:: THE DATA
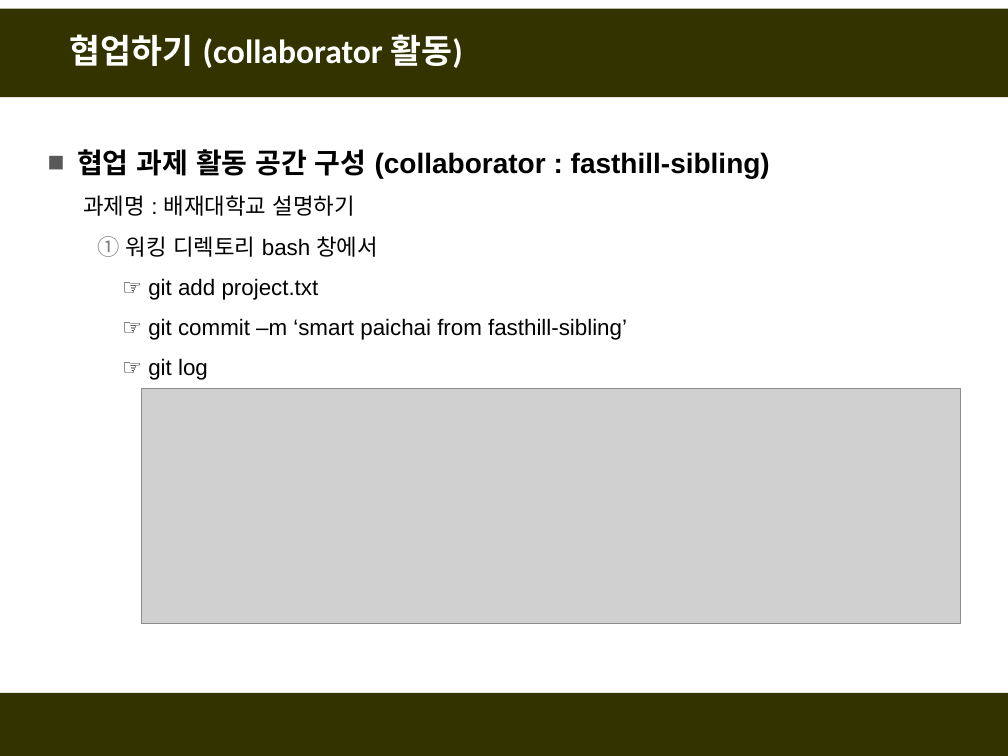
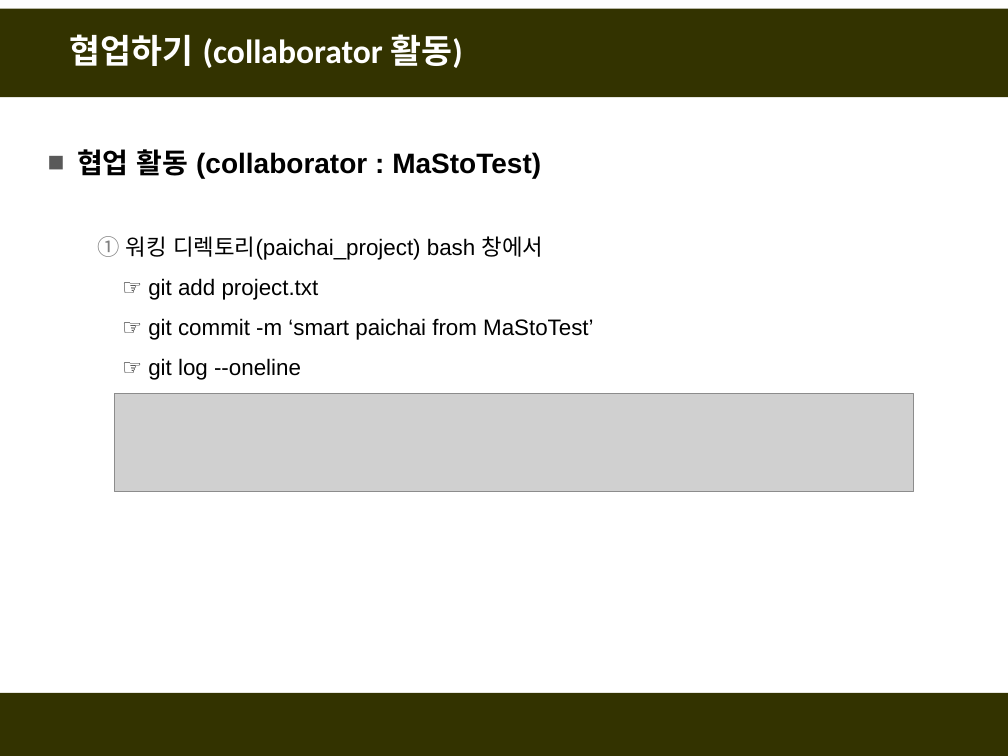
Before and after one commit to fasthill/github-lecture, a slide deck: slide 22 of git및github첫걸음4-협업하기.pptx. Drawn at 1008x756 pixels with LibreOffice and Linux fonts; fonts in the diff are those of the drawing; grey boxes stand for pictures. Boxes give left, top, right and bottom in pixels: in the first picture for what was removed or moved away, otherwise in the second. Text is boxed around its words. In the diff, an @@ line names an element or a change of style, - is before the commit and + after.

```diff
--- a/git및github첫걸음4-협업하기.pptx
+++ b/git및github첫걸음4-협업하기.pptx
@@ text at [77, 149, 544, 260]: text changed; size 20 to 16 pt; bold off @@
-■ 협업 과제 활동 공간 구성 (collaborator : fasthill-sibling)
-  과제명 : 배재대학교 설명하기
-  1. 워킹 디렉토리 bash 창에서
+■ 협업 활동 (collaborator : MaStoTest)
+  1. 워킹 디렉토리(paichai_project) bash 창에서
@@ text at [148, 318, 593, 380]: text changed @@
-  ☞ git commit –m ‘smart paichai from fasthill-sibling’
-  ☞ git log
+  ☞ git commit -m ‘smart paichai from MaStoTest’
+  ☞ git log --oneline
@@ picture removed at [141, 389, 960, 624] @@
@@ picture added at [115, 393, 914, 492] @@
```
Also in this commit, not shown: 16 other slides changed, 8 slides added, 2 slides removed.
::::
WHAT NEEDS TO BE DONE » Please state how many lines of the listing above hold "from", giving the number and nothing else.

WRITTEN SOLUTION » 2